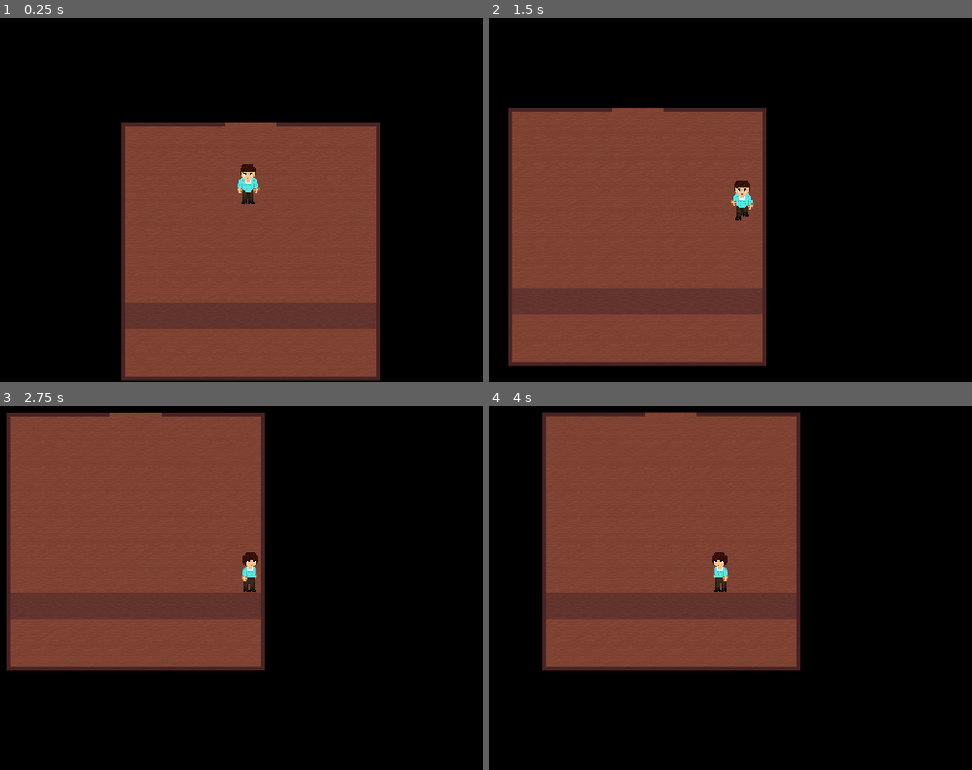
Above: before the commit, frames 1-4 (two rows, left to right).
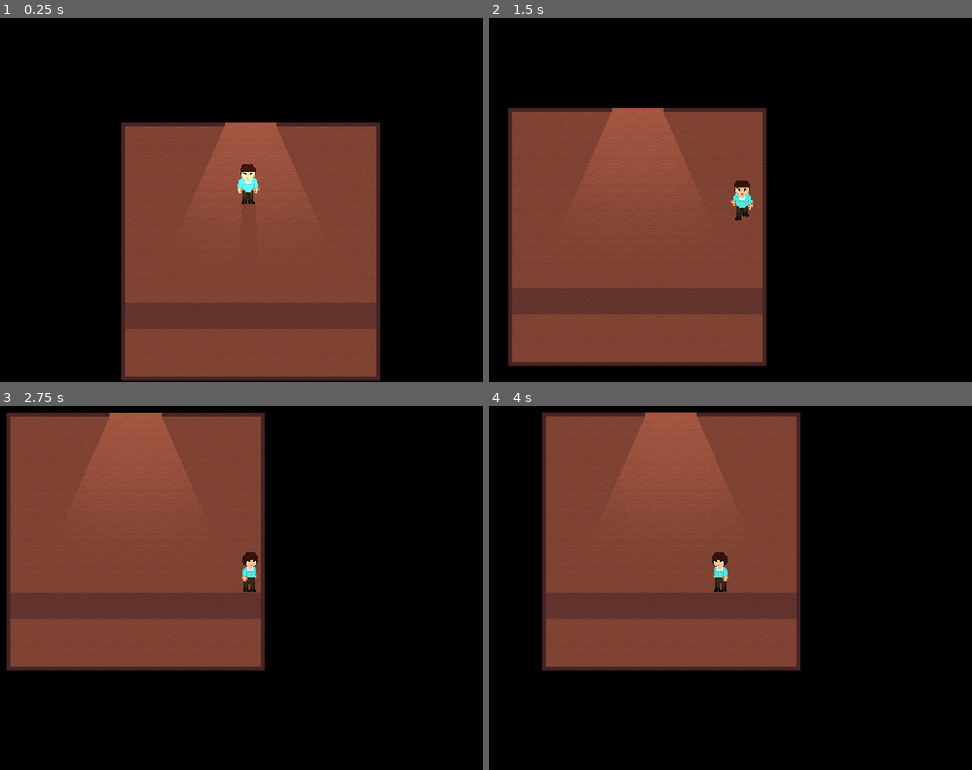
Above: after the commit, the same moments.

Repository: ordinary-dev/student-quest
Game: Godot game, scene res://Scenes/templates/Store.tscn
Two runs of this game, one before a commit and one after it. Both use one fixed random seed, a clock stepped at 60 frames per second and the inputs below. This scene is started directly instead of the project's main scene.
Inputs (mouse positions are in pixels of both pictures, inside the frame that each line leads up to):
- Up to frame 1 (0.25 s): no input
- Up to frame 2 (1.5 s): tap Enter (ui_accept) at 0.5, 0.77 s; move the mouse to (899, 141) at 0.52 s; hold Right (ui_right) 0.53-1.28 s; click (899, 141) at 0.67 s; move the mouse to (571, 185) at 1.27 s; hold Down (ui_down) from 1.28 s (still down)
- Up to frame 3 (2.75 s): tap Enter (ui_accept) at 1.52 s; move the mouse to (313, 456) at 2.02 s; release Down (ui_down) at 2.03 s; hold Right (ui_right) from 2.03 s (still down)
- Up to frame 4 (4 s): move the mouse to (687, 638) at 2.77 s; release Right (ui_right) at 2.78 s; hold Shift (speed_up) 2.78-3.53 s; click (687, 638) at 2.92 s; tap Enter (ui_accept) at 3.02, 3.5, 3.77 s; move the mouse to (957, 617) at 3.52 s; hold Left (ui_left) from 3.53 s (still down)

The runs differ from the first frame. In frame 1, 2.5% of the frame differs, in the area x 41-62%, y 28-49%; in frame 2, 2.5%; in frame 3, 2.5%; in frame 4, 2.5%.

Commit message:
Add light and static body to store

Diff:
--- a/Scenes/templates/Store.tscn
+++ b/Scenes/templates/Store.tscn
@@ -1,8 +1,9 @@
-[gd_scene load_steps=5 format=2]
+[gd_scene load_steps=7 format=2]
 
 [ext_resource path="res://Tilemaps/store/store.tres" type="TileSet" id=1]
 [ext_resource path="res://Scenes/templates/Body.tscn" type="PackedScene" id=2]
 [ext_resource path="res://Scenes/triggers/FunctionCaller.tscn" type="PackedScene" id=3]
+[ext_resource path="res://Sprites/light.png" type="Texture" id=4]
 
 [sub_resource type="GDScript" id=1]
 script/source = "extends Node2D
@@ -17,6 +18,9 @@
 func load_street():
 	get_node(\"/root/scene_loader\").load_scene(street_scene)
 "
+
+[sub_resource type="RectangleShape2D" id=2]
+extents = Vector2( 80, 15 )
 
 [node name="Node2D" type="Node2D"]
 script = SubResource( 1 )
@@ -47,3 +51,16 @@
 label = "Выйти"
 object_name = NodePath("..")
 function_name = "load_street"
+
+[node name="Light2D" type="Light2D" parent="."]
+position = Vector2( 576, -136 )
+texture = ExtResource( 4 )
+texture_scale = 25.0
+energy = 0.6
+shadow_enabled = true
+
+[node name="StaticBody2D" type="StaticBody2D" parent="."]
+position = Vector2( 576, -24 )
+
+[node name="CollisionShape2D" type="CollisionShape2D" parent="StaticBody2D"]
+shape = SubResource( 2 )
--- a/Tilemaps/store/store.tres
+++ b/Tilemaps/store/store.tres
@@ -1,14 +1,23 @@
-[gd_resource type="TileSet" load_steps=5 format=2]
+[gd_resource type="TileSet" load_steps=8 format=2]
 
 [ext_resource path="res://Tilemaps/store/store_atlas.png" type="Texture" id=1]
+
+[sub_resource type="OccluderPolygon2D" id=6]
+polygon = PoolVector2Array( 0, 0, 32, 0, 32, 32, 0, 32 )
 
 [sub_resource type="ConvexPolygonShape2D" id=1]
 points = PoolVector2Array( 0, 0, 32, 0, 32, 32, 0, 32 )
 
-[sub_resource type="ConvexPolygonShape2D" id=2]
+[sub_resource type="OccluderPolygon2D" id=2]
+polygon = PoolVector2Array( 27.3828, 27.2707, 27.3828, 0, 32, 0, 32, 32, 0, 32, 0, 27.4645 )
+
+[sub_resource type="ConvexPolygonShape2D" id=3]
 points = PoolVector2Array( 27.1244, 27.1415, 27.1244, 0, 32, 0, 32, 32, 0, 32, 0, 27.1415 )
 
-[sub_resource type="ConvexPolygonShape2D" id=3]
+[sub_resource type="OccluderPolygon2D" id=4]
+polygon = PoolVector2Array( 32, 0, 27.0171, 0, 27.2109, 32, 32, 32 )
+
+[sub_resource type="ConvexPolygonShape2D" id=5]
 points = PoolVector2Array( 27.1463, 0, 32, 0, 32, 32, 27.1463, 32 )
 
 [resource]
@@ -29,6 +38,7 @@
 1/region = Rect2( 32, 0, 32, 32 )
 1/tile_mode = 0
 1/occluder_offset = Vector2( 0, 0 )
+1/occluder = SubResource( 6 )
 1/navigation_offset = Vector2( 0, 0 )
 1/shapes = [ {
 "autotile_coord": Vector2( 0, 0 ),
@@ -45,12 +55,13 @@
 2/region = Rect2( 32, 32, 32, 32 )
 2/tile_mode = 0
 2/occluder_offset = Vector2( 0, 0 )
+2/occluder = SubResource( 2 )
 2/navigation_offset = Vector2( 0, 0 )
 2/shapes = [ {
 "autotile_coord": Vector2( 0, 0 ),
 "one_way": false,
 "one_way_margin": 1.0,
-"shape": SubResource( 2 ),
+"shape": SubResource( 3 ),
 "shape_transform": Transform2D( 1, 0, 0, 1, 0, 0 )
 } ]
 2/z_index = 0
@@ -61,12 +72,13 @@
 3/region = Rect2( 0, 32, 32, 32 )
 3/tile_mode = 0
 3/occluder_offset = Vector2( 0, 0 )
+3/occluder = SubResource( 4 )
 3/navigation_offset = Vector2( 0, 0 )
 3/shapes = [ {
 "autotile_coord": Vector2( 0, 0 ),
 "one_way": false,
 "one_way_margin": 1.0,
-"shape": SubResource( 3 ),
+"shape": SubResource( 5 ),
 "shape_transform": Transform2D( 1, 0, 0, 1, 0, 0 )
 } ]
 3/z_index = 0

____

▸ What is being asked
Output exactly the lines from the first line of the records through the line containing "--- a/Scenes/templates/Store.tscn". Leave out every picture.

▸ Task answer
Above: before the commit, frames 1-4 (two rows, left to right).
Above: after the commit, the same moments.

Repository: ordinary-dev/student-quest
Game: Godot game, scene res://Scenes/templates/Store.tscn
Two runs of this game, one before a commit and one after it. Both use one fixed random seed, a clock stepped at 60 frames per second and the inputs below. This scene is started directly instead of the project's main scene.
Inputs (mouse positions are in pixels of both pictures, inside the frame that each line leads up to):
- Up to frame 1 (0.25 s): no input
- Up to frame 2 (1.5 s): tap Enter (ui_accept) at 0.5, 0.77 s; move the mouse to (899, 141) at 0.52 s; hold Right (ui_right) 0.53-1.28 s; click (899, 141) at 0.67 s; move the mouse to (571, 185) at 1.27 s; hold Down (ui_down) from 1.28 s (still down)
- Up to frame 3 (2.75 s): tap Enter (ui_accept) at 1.52 s; move the mouse to (313, 456) at 2.02 s; release Down (ui_down) at 2.03 s; hold Right (ui_right) from 2.03 s (still down)
- Up to frame 4 (4 s): move the mouse to (687, 638) at 2.77 s; release Right (ui_right) at 2.78 s; hold Shift (speed_up) 2.78-3.53 s; click (687, 638) at 2.92 s; tap Enter (ui_accept) at 3.02, 3.5, 3.77 s; move the mouse to (957, 617) at 3.52 s; hold Left (ui_left) from 3.53 s (still down)

The runs differ from the first frame. In frame 1, 2.5% of the frame differs, in the area x 41-62%, y 28-49%; in frame 2, 2.5%; in frame 3, 2.5%; in frame 4, 2.5%.

Commit message:
Add light and static body to store

Diff:
--- a/Scenes/templates/Store.tscn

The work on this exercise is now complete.